Department of Archaeology & Heritage Management, Rajarata University of Sri Lanka, Mhintale.

Translated by : Chryshane Mendis

Chandima Ambanwala

Archaeology is considered a multidisciplinary and interdisciplinary subject. It could be said so as the knowledge generated from other natural sciences and social sciences are used to get an overview of archaeology. When studying about the prehistoric man under archaeology, just as looking into the cultural features, the Archaeologist should also look into the environmental features around. Although the prehistoric man built a culture, as he too is an animal who depends on the environment and the culture he built is also based on environmental facts, the natural environment therefore, is important.  In the study of prehistoric man, the Archaeologist cannot get a total understanding of him by studying the cultural factors alone. Attention should be focused on the environmental factors as well. This article series which attempts to follow the story of the prehistoric man of Sri Lanka will try to give a brief understanding of the environment in which he lived or rather from which he lived in. Therefore let us take a look into the ancient environment or the geographical and geological factors of Sri Lanka.

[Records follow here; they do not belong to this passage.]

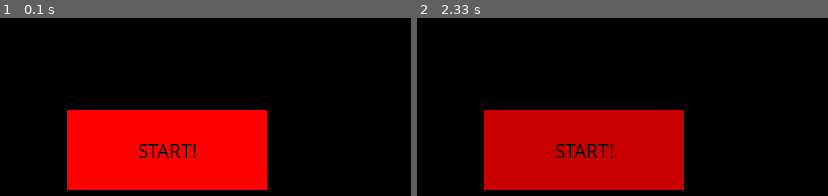
Above: before the commit, frames 1-2 (left to right).
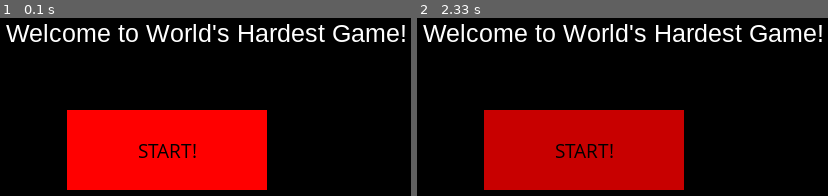
Above: after the commit, the same moments.

Repository: amangla20/CS550
Game: pygame game, started from worlds_hardest_gamefinal.py
Same seed, same stepped clock (60 frames per second), same inputs: the game is played once before the commit and once after it.
Inputs (mouse positions are in pixels of both pictures, inside the frame that each line leads up to):
- Up to frame 1 (0.1 s): no input
- Up to frame 2 (2.33 s): click "START!" at 0.38 s; click (626, 62) at 0.72 s; click "START!" at 1.05 s; click (outside the picture) at 1.38 s; click "START!" at 2.22 s

The runs differ from the first frame. In frame 1, 3.7% of the frame differs, in the area x 1-99%, y 3-14%; in frame 2, 3.7%.

Commit message:
getting sonali's code

Diff:
--- /dev/null
+++ b/World's Hardest Game/balls.csv
@@ -0,0 +1,13 @@
+194,328,327,436,-5,1,0,0,255
+220,328,327,436,-5,1,0,0,255
+246,428,327,436,5,1,0,0,255
+272,428,327,436,5,1,0,0,255
+298,328,327,436,-5,1,0,0,255
+324,328,327,436,-5,1,0,0,255
+376,428,327,436,5,1,0,0,255
+428,328,327,436,-5,1,0,0,255
+454,328,327,436,-5,1,0,0,255
+480,428,327,436,5,1,0,0,255
+506,428,327,436,5,1,0,0,255
+532,328,327,436,-5,1,0,0,255
+558,328,327,436,-5,1,0,0,255
--- /dev/null
+++ b/World's Hardest Game/barriers.csv
@@ -0,0 +1,24 @@
+Posx,Posy,Dimw,Dimh,Kind
+0,29,3,446,1
+0,29,677,3,1
+674,29,3,446,1
+0,443,677,3,1
+78,287,518,29,1
+570,287,27,81,1
+259,158,29,129,1
+156,391,28,52,1
+259,29,29,79,1
+259,80,185,29,1
+389,158,130,27,1
+491,29,28,155,1
+3,32,101,23,2
+156,32,101,23,2
+53,184,25,25,2
+105,107,25,25,2
+131,160,127,127,2
+184,393,153,51,2
+416,316,153,50,2
+389,186,130,101,2
+597,287,77,78,2
+519,32,155,255,2
+3,316,152,127,3
--- /dev/null
+++ b/World's Hardest Game/barriers.py
@@ -0,0 +1,35 @@
+import pygame
+import csv
+from init_barrier import Create
+class Barriers:
+
+# def makeGreenSpace():
+# 	gs = Wall(3, 316, 152, 127, surface, 3)
+# 	gs.display()
+
+	def __init__(self, surface):
+		#self.surface = surface
+		self.surface = surface
+		self.barriers = []
+		with open('barriers.csv') as csv_file:
+			csv_reader = csv.reader(csv_file, delimiter=',')
+			for row in csv_reader:
+				self.barriers.append(Create(row[0], row[1], row[2], row[3], row[4]))
+
+
+
+	def display(self):
+		for location in self.barriers:
+			if location.getKind() == "1": #purple walls
+				pygame.draw.rect(self.surface, (255, 100, 255), (int(location.getPosx()), int(location.getPosy()), int(location.getDimw()), int(location.getDimh())))
+
+			elif location.getKind() == "2": #black space
+				pygame.draw.rect(self.surface, (0,0,0), (int(location.getPosx()), int(location.getPosy()), int(location.getDimw()), int(location.getDimh())))
+
+			elif location.getKind() == "3":
+				#green safe space
+				pygame.draw.rect(self.surface, (0, 255, 100), (int(location.getPosx()), int(location.getPosy()), int(location.getDimw()), int(location.getDimh())))
+			#self.display.update()
+
+	def collide(self):
+		pass
--- /dev/null
+++ b/World's Hardest Game/init_balls.py
@@ -0,0 +1,30 @@
+import pygame
+class CreateBall:
+	def __init__(self, surface, posx, posy, upperlim, lowerlim, speed, kind, rcolor, gcolor, bcolor):
+		self.surface = surface
+		self.posx = int(posx)
+		self.posy = int(posy)
+		self.upperlim = int(upperlim)
+		self.lowerlim = int(lowerlim)
+		self.speed = int(speed)
+		self.kind = int(kind)
+		self.rcolor = int(rcolor)
+		self.gcolor = int(gcolor)
+		self.bcolor = int(bcolor)
+		self.image = pygame.draw.circle(self.surface, (self.rcolor, self.gcolor, self.bcolor), [self.posx, self.posy], 5)
+
+
+	# def display(self, posx, posy, rcolor, gcolor, bcolor):
+	# 	for piece in self.balls:
+	# 		if piece.kind == "1":
+	# 			pygame.draw.circle(self.surface, (int(rcolor), int(gcolor), int(bcolor)), [int(piece.posx), int(newposy)], 5)
+
+
+	def oscillate_vertical(self):
+		if int(self.posy) >= int(self.lowerlim):
+			self.speed = -1 * int(self.speed)
+		if int(self.posy) <= int(self.upperlim):
+			self.speed = -1 * int(self.speed)
+		newposy = (int(self.posy) + int(self.speed))
+
+		self.__init__(self.surface, self.posx, newposy, self.upperlim, self.lowerlim, self.speed, self.kind, self.rcolor, self.gcolor, self.bcolor)
--- /dev/null
+++ b/World's Hardest Game/init_barrier.py
@@ -0,0 +1,28 @@
+class Create:
+	def __init__(self, posx, posy, dimw, dimh, kind):
+		self.posx = posx
+		self.posy = posy
+		self.dimw = dimw
+		self.dimh = dimh
+		self.kind = kind
+
+	def getPosx(self):
+		return self.posx
+	def setPosx(self):
+		self.posx = posx
+	def getPosy(self):
+		return self.posy
+	def setPosy(self):
+		self.posy = posy
+	def getDimw(self):
+		return self.dimw
+	def setDimw(self):
+		self.dimw = dimw
+	def getDimh(self):
+		return self.dimh
+	def setDimh(self):
+		self.dimh = dimh
+	def getKind(self):
+		return self.kind
+	def setKind(self):
+		self.kind = kind
--- /dev/null
+++ b/World's Hardest Game/player.py
@@ -0,0 +1,29 @@
+import pygame
+class Player(pygame.sprite.Sprite):
+
+	def __init__(self, surface, background, color, width, height):
+		super().__init__()
+		self.surface = surface
+		self.background = background
+		self.image = pygame.Surface([width, height])
+		self.image.fill((255, 255, 255))
+		self.image.set_colorkey((255, 255, 255))
+		pygame.draw.rect(self.image, color, [0, 0, width, height])
+		self.rect = self.image.get_rect()
+		surface.blit(self.image, self.rect)
+
+
+
+
+	def moveRight(self, posx):
+		self.rect.x += posx
+
+
+	def moveLeft(self, posx):
+		self.rect.x -= posx
+
+	def moveUp(self, posy):
+		self.rect.y -= posy
+
+	def moveDown(self, posy):
+		self.rect.y += posy
--- /dev/null
+++ b/World's Hardest Game/worldshardest.py
@@ -0,0 +1,75 @@
+import pygame
+from barriers import Barriers
+from init_balls import CreateBall
+import csv
+from player import Player
+
+pygame.display.init()
+Clock = pygame.time.Clock()
+
+surface = pygame.display.set_mode((677,446))
+done = False
+
+background = pygame.image.load('background.png')
+background = pygame.transform.scale(background,(677,446))
+rect = background.get_rect()
+rect = rect.move((0,0))
+surface.blit(background,rect)
+
+def load_balls():
+	wall = Barriers(surface)
+	wall.display()
+	balls = []
+	with open('balls.csv') as csv_file:
+		csv_reader = csv.reader(csv_file, delimiter=',')
+		for row in csv_reader:
+			balls.append(CreateBall(surface, row[0], row[1], row[2], row[3], row[4], row[5], row[6], row[7], row[8]))
+			#print(row)
+	return balls
+
+
+balls = load_balls()
+
+
+all_sprites_list = pygame.sprite.Group()
+player = Player(surface, background, (255, 0, 0), 15, 15)
+player.rect.x = 0
+player.rect.y = 0
+all_sprites_list.add(player)
+
+
+
+while not done:
+	location = pygame.mouse.get_pos()
+	print(location)
+	for ball in balls:
+		#pygame.display.update() # erases ball
+		surface.blit(background,ball.image, ball.image) # at ball.image redraw ball.image
+		ball.oscillate_vertical()
+		#pygame.display.update()
+
+	for event in pygame.event.get():
+		if event.type == pygame.QUIT:
+			done = True
+
+	keys = pygame.key.get_pressed()
+	if keys[pygame.K_LEFT]:
+		if player.rect.x > 0:
+			player.moveLeft(5)
+
+	if keys[pygame.K_RIGHT]:
+		if player.rect.x < 677 - player.rect.width:
+			player.moveRight(5)
+
+	if keys[pygame.K_UP]:
+		if player.rect.y > 0:
+			player.moveUp(5)
+
+	if keys[pygame.K_DOWN]:
+		if player.rect.y < 446 - player.rect.height:
+			player.moveDown(5)
+
+	all_sprites_list.update()
+
+	msElapsed = Clock.tick(20)
+	pygame.display.flip()
--- a/worlds_hardest_gamefinal.py
+++ b/worlds_hardest_gamefinal.py
@@ -128,13 +128,9 @@
 	if keys[pygame.K_LEFT]:
 		if player.rect.x > 0:
 			player.moveLeft(5)
-		else:
-			pass
 	if keys[pygame.K_RIGHT]:
 		if player.rect.x < 500 - player.rect.width:
 			player.moveRight(5)
-		else:
-			pass
 	if keys[pygame.K_UP]:
 		if player.rect.y > 0:
 			player.moveUp(5)
@@ -149,7 +145,7 @@
 
 	all_sprites_list.update()
 
-	screen.fill((0, 0, 0))
+	#screen.fill((0, 0, 0))
 
 	posx = int(width_screen/10)
 	posy = int(height_screen/5)
@@ -190,6 +186,7 @@
 height_screen = 446
 width_screen = 677
 size = [width_screen, height_screen]
+gameState = 0
 balls = []
 coins = []
 screen = pygame.display.set_mode(size)
@@ -256,10 +253,10 @@
 			DayFont = Font.render("Day:{0:03}".format(Day), 1, RED)
 			screen.blit(DayFont, DayFontR)
 
-	#start_screen()
+	# start_screen()
 	screen.fill((0, 0, 0))
 	welcome_font = pygame.font.SysFont('Trebuchet MS', 25)
-	welcome = welcome_font.render("Welcome to World's Hardest Game!", True, (0, 0, 0))
+	welcome = welcome_font.render("Welcome to World's Hardest Game!", True, (255, 255, 255))
 	welcome_rect = welcome.get_rect()
 	welcome_rect.center = (width_screen/2, height_screen/2)
 
--- /dev/null
+++ b/worldshardest.py
@@ -0,0 +1,75 @@
+import pygame
+from barriers import Barriers
+from init_balls import CreateBall
+import csv
+from player import Player
+
+pygame.display.init()
+Clock = pygame.time.Clock()
+
+surface = pygame.display.set_mode((677,446))
+done = False
+
+background = pygame.image.load('background.png')
+background = pygame.transform.scale(background,(677,446))
+rect = background.get_rect()
+rect = rect.move((0,0))
+surface.blit(background,rect)
+
+def load_balls():
+	wall = Barriers(surface)
+	wall.display()
+	balls = []
+	with open('balls.csv') as csv_file:
+		csv_reader = csv.reader(csv_file, delimiter=',')
+		for row in csv_reader:
+			balls.append(CreateBall(surface, row[0], row[1], row[2], row[3], row[4], row[5], row[6], row[7], row[8]))
+			#print(row)
+	return balls
+
+
+balls = load_balls()
+
+
+all_sprites_list = pygame.sprite.Group()
+player = Player(surface, background, (255, 0, 0), 15, 15)
+player.rect.x = 0
+player.rect.y = 0
+all_sprites_list.add(player)
+
+
+
+while not done:
+	location = pygame.mouse.get_pos()
+	print(location)
+	for ball in balls:
+		#pygame.display.update() # erases ball
+		surface.blit(background,ball.image, ball.image) # at ball.image redraw ball.image
+		ball.oscillate_vertical()
+		#pygame.display.update()
+
+	for event in pygame.event.get():
+		if event.type == pygame.QUIT:
+			done = True
+
+	keys = pygame.key.get_pressed()
+	if keys[pygame.K_LEFT]:
+		if player.rect.x > 0:
+			player.moveLeft(5)
+
+	if keys[pygame.K_RIGHT]:
+		if player.rect.x < 677 - player.rect.width:
+			player.moveRight(5)
+
+	if keys[pygame.K_UP]:
+		if player.rect.y > 0:
+			player.moveUp(5)
+
+	if keys[pygame.K_DOWN]:
+		if player.rect.y < 446 - player.rect.height:
+			player.moveDown(5)
+
+	all_sprites_list.update()
+
+	msElapsed = Clock.tick(20)
+	pygame.display.flip()
Binary file added: World's Hardest Game/background.png
Not shown, changed: .DS_Store

The placement of Sri Lanka

Sri Lanka is separated from the Indian subcontinent by a 29 km wide strip of sea and is 8° north of the equator. The absolute location of Sri Lanka is situated between Northern latitude 50 55” – 90 51’ and East longitude 790 41” – 810 53”

geographical and geological
Source: Google Maps

Delft, Punkuduthiv, and Analathiv are some of the many islands separate of the mainland found in the north and north west. From Point Pedro in the North to Dondra head in the south is 430 km in length and from Point Sangamankanda in Kalmune in the East to Colombo in the West is 227 km at its maximum width. Total square area of Sri Lanka is 65,610 square km. To the south-west of the country are the Maldivian islands, and to the south-east, the Nicobar and Andaman islands. The island’s terrain, weather, climate, flora and fauna, soil and other data show a relationship to nearby southern India.

The Geological history of Sri Lanka

As one of the founders of geological research in Sri Lanka, the Indian national D.N. Wadia has stated that the geological history of Sri Lanka is still not 100% known. But an overview of the geological history of Sri Lanka can be viewed by the studies conducted so far. Sri Lanka’s geological scale goes back as far as to the ancient super-continent of Gondwanaland described by Alfred Wegener. Much of Sri Lanka comprises of Precambrian rock as old as 280 million years. Accordingly, the landmass of Sri Lanka has suffered all the changes faced by the planet over millions of years.

Pangaea and Gondwanaland, above 200 million years, blow 80 million years (taken from K.A.R. Kennedy’s God apes and Fossil men)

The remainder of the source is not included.